🔄 Transition Detection

Transition detection identifies when and why a media ecosystem moves from one structural state to another. While basins describe where the system is located and modes describe how it behaves, transitions capture the moment of change—the crossing of thresholds that reshape the system’s trajectory.

Transitions are triggered by invariant breaks, drift acceleration, attention spikes, narrative collapse, cadence overload, or reconstruction forces. They are the Analyzer’s highest‑level signal of systemic change.


🧭 What Counts as a Transition#

A transition occurs when the system crosses a boundary in either:

  • Basin (e.g., Network → Fragment)
  • Mode (e.g., Tension → Drift)
  • Both simultaneously (e.g., Network/Drift → Cascade/Cascade)

Transitions are not subtle fluctuations. They represent structural reconfiguration.
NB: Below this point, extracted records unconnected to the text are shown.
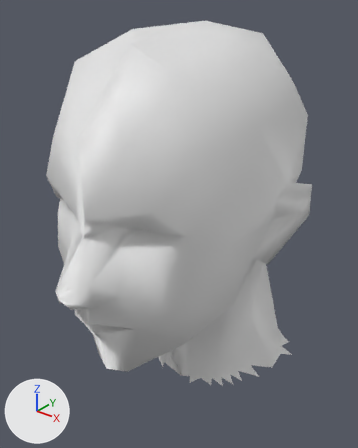
Before and after pictures for a commit that changed the glTF model assets/characters/wardrobe/heads/soft.glb.
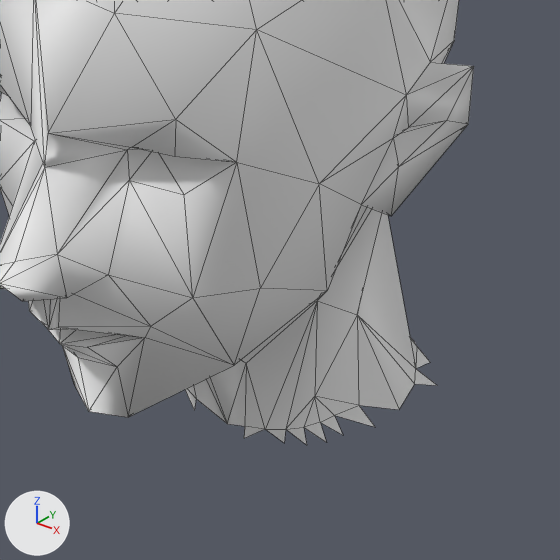
Each version appears first whole from a 50 mm camera at (0.214, -0.263, 1.789) aimed at (-0.001, 0.005, 1.623), and next in a close-up on the part from 17% to 100% of the width and 33% to 100% of the height. Every picture has the same lights, and +X, +Y and +Z are marked at lower left. The last two pictures show the newer version. The close-ups show mesh edges as thin lines. Vertices at exactly the same position are counted once.

Before the edit, the objects in view are built like this:
```python
me_superhero_female_004 = bpy.data.meshes.new('Superhero_Female.004')
me_superhero_female_004.from_pydata(...)  # 199 vertices, 344 faces; spans x -0.089..0.089, y -0.113..0.112, z 1.472..1.767
me_superhero_female_004.materials.append(mat_wr_closed)  # white #e7e7e7
ob_head_soft = bpy.data.objects.new('Head_soft', me_superhero_female_004)
ob_head_soft.location = (0.0, 0.0, 0.0)
```
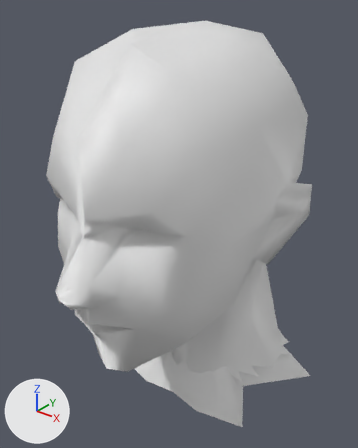
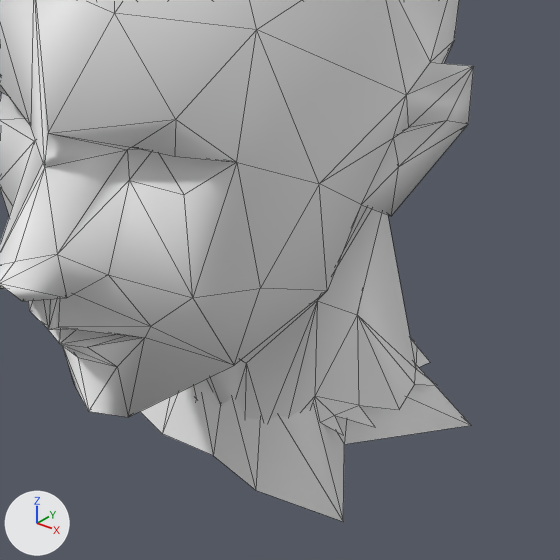
Boxes (x1, y1, x2, y2) around the edits, measured in the close-ups (560 x 560 px):
```json
{"object": "Head_soft", "change": "reshaped", "before": [0, 0, 474, 445], "after": [0, 0, 474, 521]}
{"part": 1, "of": "me_superhero_female_004", "change": "added", "after": [140, 367, 471, 521]}
```

The change, as JSON lines over the scene's bpy script:
```json
{"op": "add", "block": "mat_wr_strips", "code": ["mat_wr_strips = principled_material('WR_strips')", "mat_wr_strips.base_color = (0.8, 0.8, 0.8)  # white #e7e7e7"]}
{"block": "me_superhero_female_004", "where": "# used by ob_head_soft; location = (0.0, 0.0, 0.0)"}
{"op": "remove", "block": "me_superhero_female_004", "code": "me_superhero_female_004.from_pydata(...)  # 199 vertices, 344 faces; spans x -0.089..0.089, y -0.113..0.112, z 1.472..1.767"}
{"op": "add", "block": "me_superhero_female_004", "code": "me_superhero_female_004.from_pydata(...)  # 223 vertices, 368 faces; spans x -0.089..0.089, y -0.113..0.112, z 1.46..1.767"}
{"block": "me_superhero_female_004", "change": "me_superhero_female_004 part 1: a new loose piece of 24 vertices spanning x -0.087..0.087, y -0.009..0.109, z 1.46..1.505, in mat_wr_closed (white #e7e7e7)"}
{"op": "add", "block": "me_superhero_female_004", "code": "me_superhero_female_004.materials.append(mat_wr_strips)  # white #e7e7e7"}
```

🧩 Inputs to Transition Detection#

The Analyzer uses several signals to detect transitions:

  • Previous basin vs current basin
  • Previous mode vs current mode
  • Drift magnitude and direction
  • Invariant strain patterns
  • Attention volatility
  • Cadence acceleration or compression
  • Narrative stability or collapse

Transitions are detected only when these signals cross structural thresholds.


⚡ Transition Triggers#

The MSM defines six primary trigger types:

Invariant Break#

One or more invariants exceed their strain threshold.
Examples:

  • Signal–Narrative Coherence breaks → narrative collapse
  • Distribution–Attention Fit breaks → cascade onset

Attention Spike#

Sudden, extreme increase in A.
Often leads to:

  • Cascade
  • Narrative churn
  • Distribution overload

Cadence Acceleration#

Temporal cadence increases faster than the system can stabilize.
Common in:

  • High‑velocity media cycles
  • Crisis events
  • Viral cascades

Signal Collapse#

Sharp drop in S.
Leads to:

  • Narrative simplification
  • Epistemic decay
  • Collapse mode

Narrative Collapse#

N drops rapidly due to conflict, fragmentation, or overload.
Often paired with:

  • High A volatility
  • High T
  • Drift acceleration

Reconstruction#

Deliberate stabilization effort.
Characterized by:

  • Rising S
  • Rising N
  • Slowing T
  • Decreasing drift

Reconstruction is the only positive‑direction trigger.


🌀 Basin Transitions#

Basin transitions occur when the system’s structural fingerprint moves closer to a new attractor and satisfies its gate conditions.

Examples:

  • Network → Fragment
    Narrative divergence + distribution fragmentation

  • Fragment → Cascade
    Attention spike + cadence acceleration

  • Cascade → Collapse
    Overload + signal failure

  • Collapse → Reconstruction
    Stabilization + rising coherence

Basin transitions are the most visible form of systemic change.


🎛 Mode Transitions#

Mode transitions reflect changes in behavior, not location.

Examples:

  • Stable → Tension
    Early invariant strain

  • Tension → Drift
    Directional movement begins

  • Drift → Cascade
    Volatility exceeds structural capacity

  • Cascade → Collapse
    System overload

  • Collapse → Reconstruction
    Stabilization begins

Mode transitions often precede basin transitions.


🧬 Combined Transitions#

Some transitions involve both basin and mode changes simultaneously.

Example:

Network / Drift  →  Cascade / Cascade

This indicates:

  • A basin shift into the Cascade attractor
  • A behavioral shift into Cascade mode
  • A high‑severity structural event

Combined transitions are rare but high‑impact.


📦 Output: MediaTransition#

The Analyzer returns:

{
  from: string,
  to: string,
  trigger: string,
  severity: number
}
  • from — previous basin/mode
  • to — current basin/mode
  • trigger — the dominant structural cause
  • severity — magnitude of the transition (0.0–1.0)

Severity is influenced by drift magnitude, invariant breaks, and volatility.


🧠 Why Transitions Matter#

Transitions reveal:

  • When a system becomes unstable
  • When cascades are forming
  • When collapse is imminent
  • When reconstruction is underway
  • How media ecosystems evolve over time

They are essential for monitoring, forecasting, and simulation.